Datasets¶

Helpers for discovering and loading example datasets.

snputils.available_datasets_list()[source]¶: Get the list of available dataset registry names.

snputils.load_dataset(name, chromosomes=None, variants_ids=None, sample_ids=None, resource=None, data_home=None, output_dir=None, genotype_sources=None, download_genotypes=True, populations=None, samples_per_population=None, max_variants=None, require_biallelic=False, require_complete=False, require_polymorphic=False, snv_only=False, metadata_path=None, metadata_url=None, panel_path=None, panel_url=None, verbose=True, **read_kwargs)[source]¶

Load a genome dataset.

Parameters:

name (str) – Name of the dataset to load.
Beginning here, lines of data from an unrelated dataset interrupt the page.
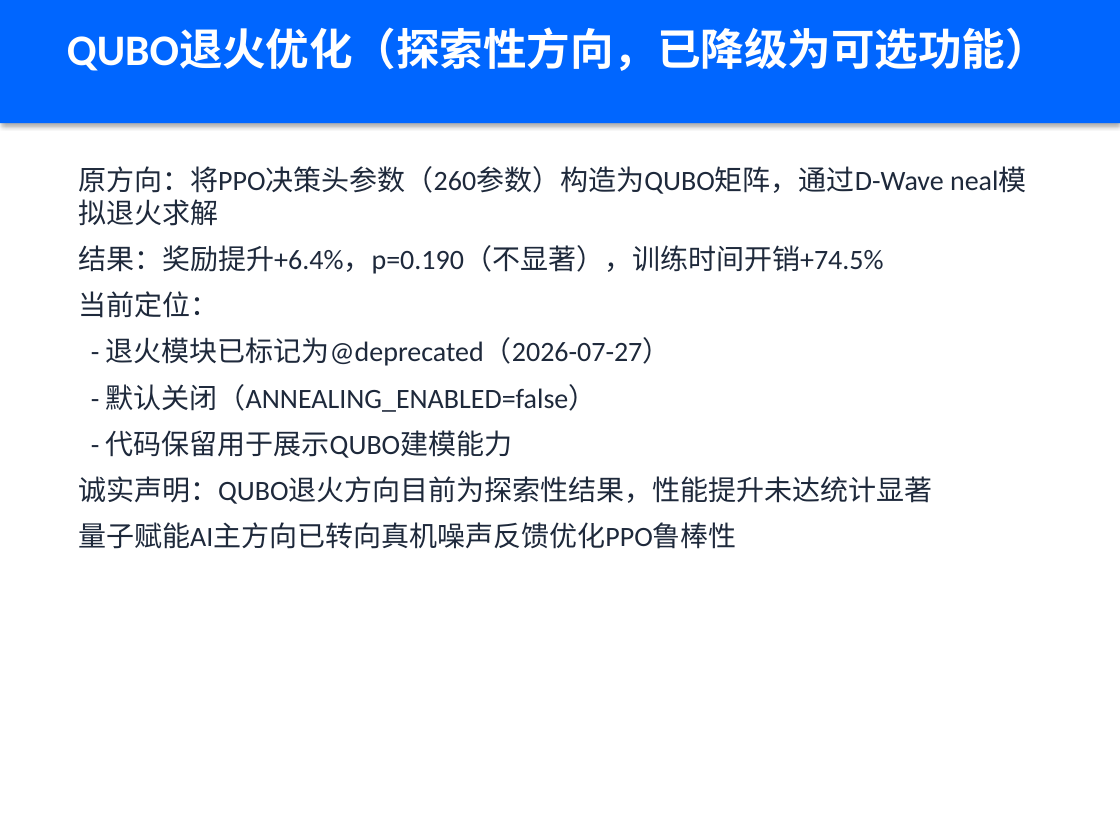
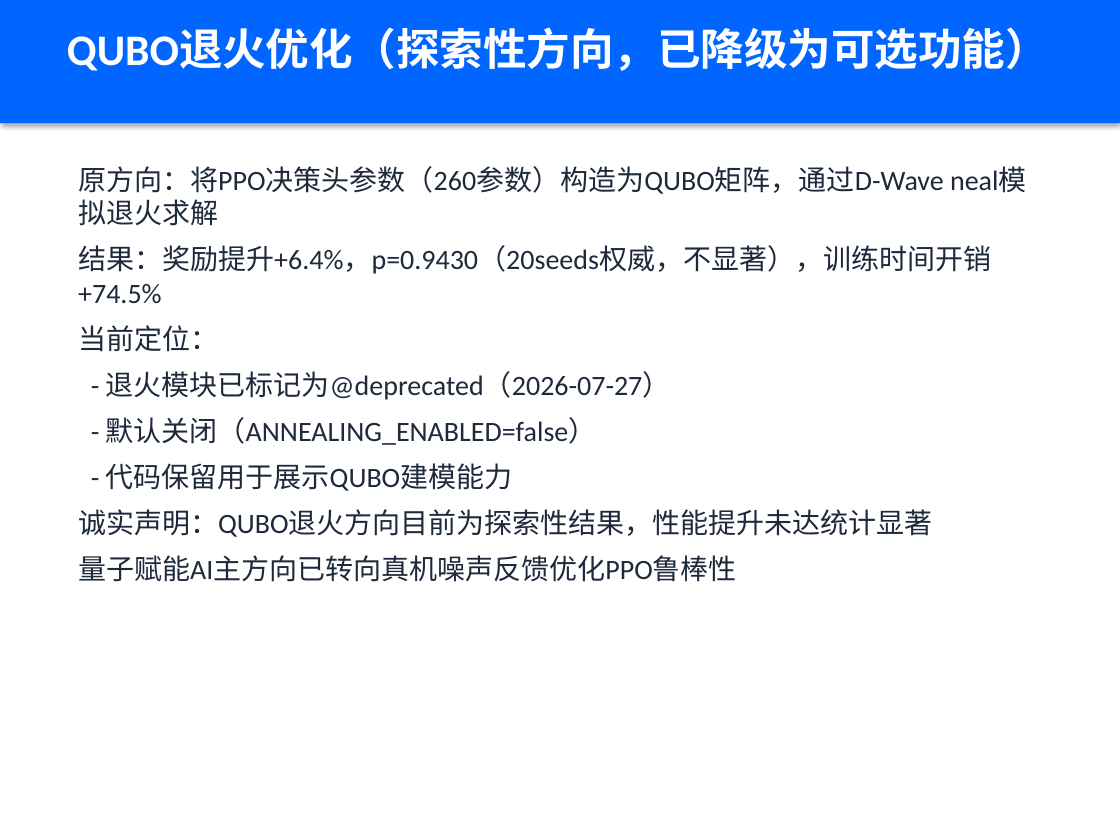
Before and after one commit to xiabai2008/quantum-rl-scheduler, a slide deck: slide 9 of deliverable_models/答辩PPT.pptx. Drawn at 1120x840 pixels with LibreOffice and Linux fonts; fonts in the diff are those of the drawing. Boxes give left, top, right and bottom in pixels: in the first picture for what was removed or moved away, otherwise in the second. Text is boxed around its words. In the diff, an @@ line names an element or a change of style, - is before the commit and + after.

```diff
--- a/deliverable_models/答辩PPT.pptx
+++ b/deliverable_models/答辩PPT.pptx
@@ text at bbox=[78, 245, 991, 304]: text changed @@
-结果：奖励提升+6.4%，p=0.190（不显著），训练时间开销+74.5%
+结果：奖励提升+6.4%，p=0.9430（20seeds权威，不显著），训练时间开销+74.5%
```
Also in this commit, not shown: 7 other slides changed, 1 slide removed, 2 other files.

Call available_datasets_list() to get the list of available datasets.
chromosomes (List[str] | List[int] | str | int) – Chromosomes to load.
variants_ids (List[str]) – List of variant IDs to load.
sample_ids (List[str]) – List of sample IDs to load.
resource (str) – Optional dataset genotype resource name. If omitted, the dataset default is used.
data_home (Path | str) – Optional dataset cache directory root.
output_dir (Path | str) – Optional directory for downloaded source files and intermediate files.
genotype_sources – Optional local paths or URLs to use instead of a registry chromosome resource.
download_genotypes – Whether remote genotype sources should be downloaded.
populations – Optional population labels to select from dataset metadata.
samples_per_population – Optional number of samples to take from each selected population.
max_variants – Optional maximum number of variants to read by streaming source files directly.
require_biallelic – If streaming source files, keep only biallelic variants.
require_complete – If streaming source files, keep only variants with complete genotypes.
require_polymorphic – If streaming source files, keep only polymorphic variants.
snv_only – If streaming source files, keep only biallelic SNVs.
metadata_path – Optional local population metadata path.
metadata_url – Optional population metadata URL.
panel_path – Backward-compatible alias for metadata_path.
panel_url – Backward-compatible alias for metadata_url.
verbose (bool) – Whether to show progress.
**read_kwargs – Keyword arguments to pass to PGENReader.read().

Returns:

SNPObject – SNPObject containing the loaded dataset. If population metadata is used, population labels are stored in sample_fid and sex labels are stored in sample_sex.